We share two journeys with Kate Grenville in this book: her growing awareness of the impact of “settlement” on the first peoples and the creative process of writing a novel. Both are very interesting and different journeys.
The atrocities committed, the frontier wars, the destruction of culture. All are hidden in the family stories of Grenville’s ancestors’ settlement. As she researches her ancestor, Wiseman, she becomes increasingly aware of what would have and did take place,
The book shifts to what is involved in writing after all her research. This was eye opening to me. Such a sustained and involved process. It seems exhausting
This is a research done by author for a novel "The Secret River" book. This book explains about how the novel was initiated from beginning and how does she have done research and gathering the information about her ancestors Solomon Wiseman which was 200 years back. She take almost 5 years to complete her novel. All the way, author have been facing with character development and the way she want to convey all the message she had gathered. Some of story had to be ignored to be in objective or the purpose of the novel. From memoir its become a novel. Its a good read, if we want to have some idea for writing. There is absolutely many thing a writer is facing and a lot of imagination.
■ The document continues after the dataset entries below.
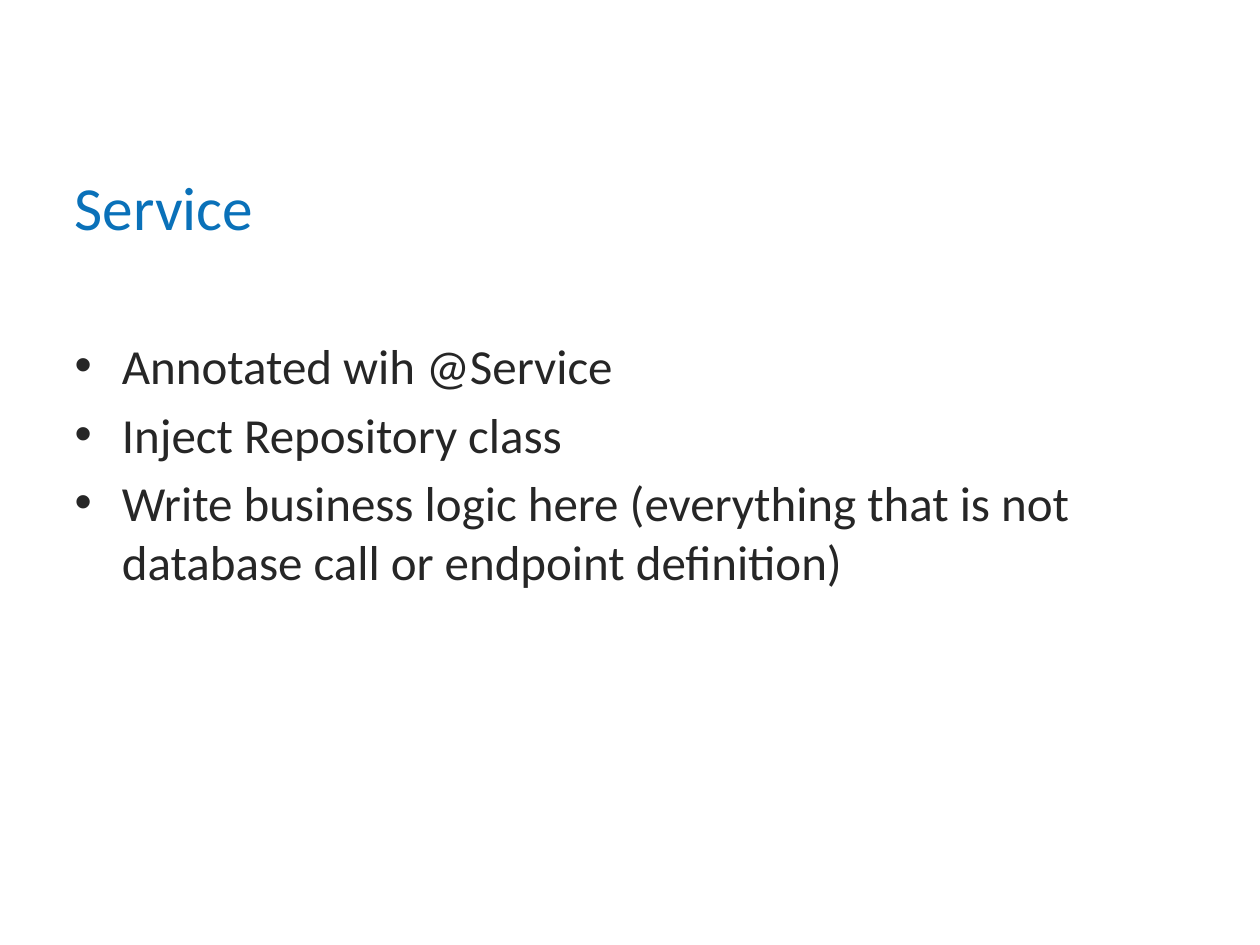
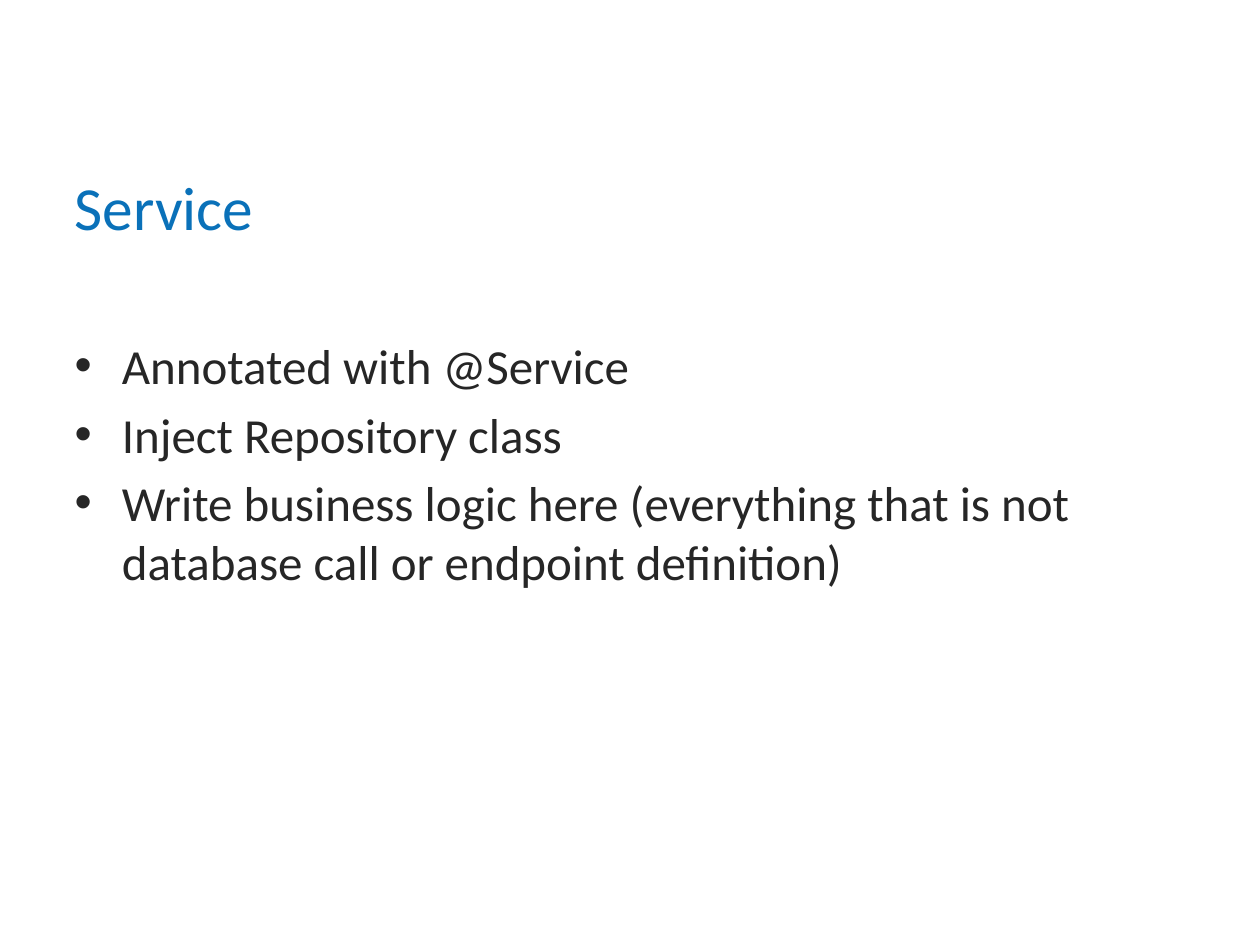
Before and after one commit to mitka0260/BCSlessons, a slide deck: slide 17 of src/main/java/ee/bcs/java/lectures/Loeng11 - web 3.pptx. Drawn at 1260x945 pixels with LibreOffice and Linux fonts; fonts in the diff are those of the drawing; background and template pictures are left out. Boxes give left, top, right and bottom in pixels: in the first picture for what was removed or moved away, otherwise in the second. Text is boxed around its words. In the diff, an @@ line names an element or a change of style, - is before the commit and + after.

```diff
--- a/src/main/java/ee/bcs/java/lectures/Loeng11 - web 3.pptx
+++ b/src/main/java/ee/bcs/java/lectures/Loeng11 - web 3.pptx
@@ text at <box>122,350,629,390</box>: text changed @@
-• Annotated wih @Service
+• Annotated with @Service
```
Also in this commit, not shown: 8 other files.
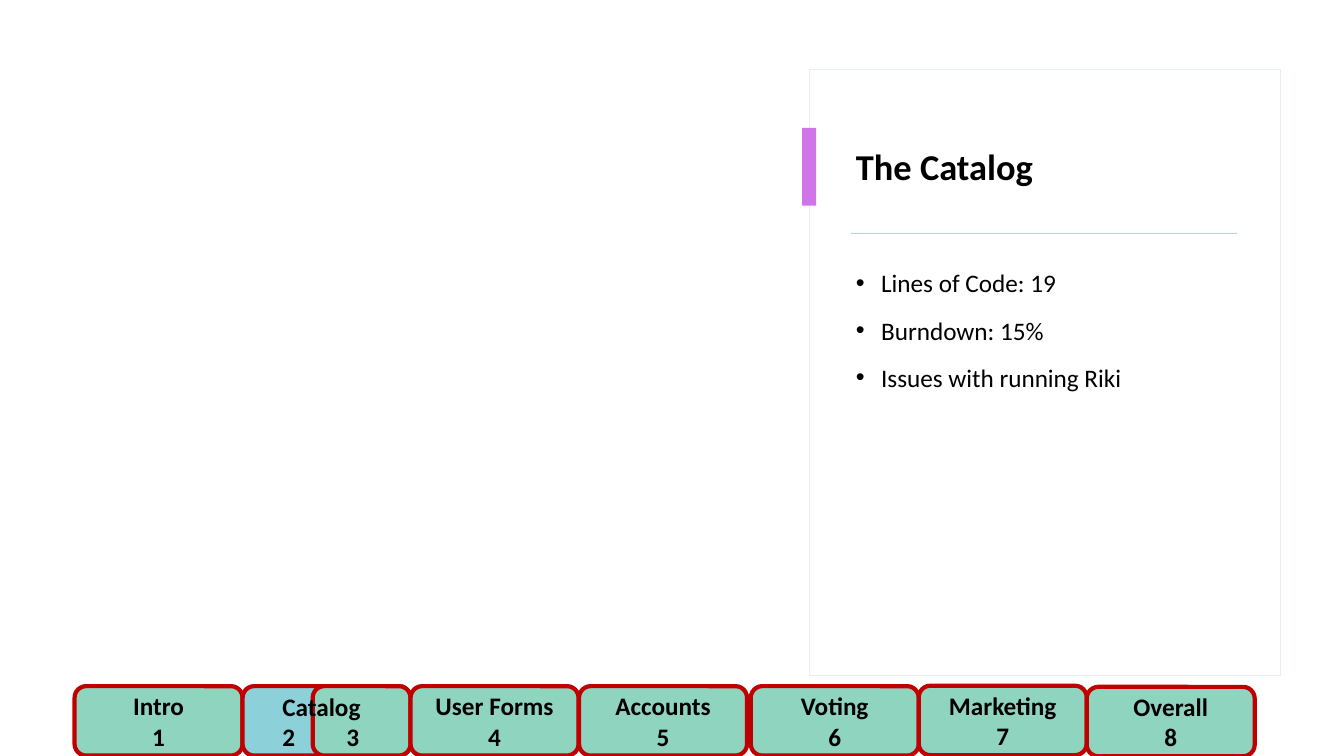
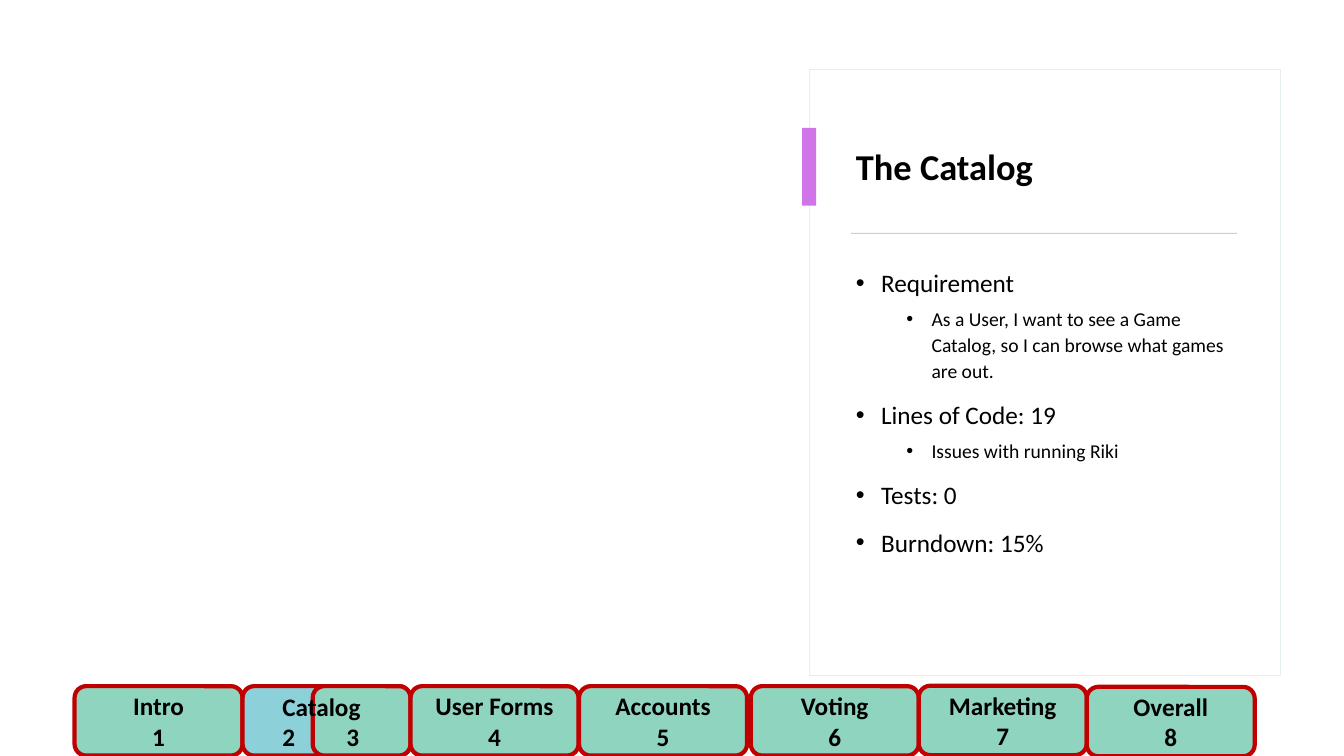
Before and after one commit to FlamingPyro/CSC440-Wiki-Gaming, a slide deck: slide 2 of Presentations/Wiki Gaming week 2.pptx. Drawn at 1344x756 pixels with LibreOffice and Linux fonts; fonts in the diff are those of the drawing; background and template pictures are left out. Boxes give left, top, right and bottom in pixels: in the first picture for what was removed or moved away, otherwise in the second. Text is boxed around its words. In the diff, an @@ line names an element or a change of style, - is before the commit and + after.

```diff
--- a/Presentations/Wiki Gaming week 2.pptx
+++ b/Presentations/Wiki Gaming week 2.pptx
@@ text at (881, 274, 1223, 378): paragraphs added @@
+• Requirement
+  • As a User, I want to see a Game Catalog, so I can browse what games are out.
@@ text at (881, 369, 1121, 392): paragraph removed @@
-• Issues with running Riki
@@ text at (881, 444, 1119, 505): paragraphs added @@
+  • Issues with running Riki
+• Tests: 0
```
Also in this commit, not shown: 6 other slides changed.

This frank account of what it takes to put together a piece of historical fiction should be essential reading for young people intent on becoming authors.
This is the stuff they don't/can't teach in high school English courses, about life experience, passion, using what comes to hand and watching for the form of your work to emerge.
The subplot of this story-within-a-story is Grenville's awakening to the Frontier Wars, which is a journey many Australians went over the same period she describes.
A gift to writers and those who love and respect the writing process.
I haven't read The Secret River I have to admit. But I stumbled across this book at my university bookshop and bought it purely because the blurb on the back sounded interesting. I'm so glad I did, because I couldn't put it down! Searching for the Secret River touches on so many things I've been thinking about recently, it was definitely the right book at the right time. Now I need to go and find a copy of The Secret River to read!
Loved this book. It's all about Kate researching her great great great grandfather's story and turning it into a novel - much like I have done myself. So much resonated with my own problems, resolutions and writing.
had read the Secret River and been riveted by it and so absorbing and thrilling. now read the accompanying book about Kate Grenville's research into her family history and australian history to enable her to write the Secret River. this is really good and an enjoyable read
Provides a good overview of the research and review process any writer worth their salt must go through during a creative project. I particularly found this an enjoyable read shortly after finishing ‘The Secret River’, which this book pertains to.
This book was recommended to me by a writing friend and I found it to be a fascinating insight into Grenville’s writing process. I’ve borrowed The Secret River to read now.
My motivation for reading this book was selfish: I wanted to improve my writing skills. Kate Grenville delivered the goods! The book is a masterclass of educative joy.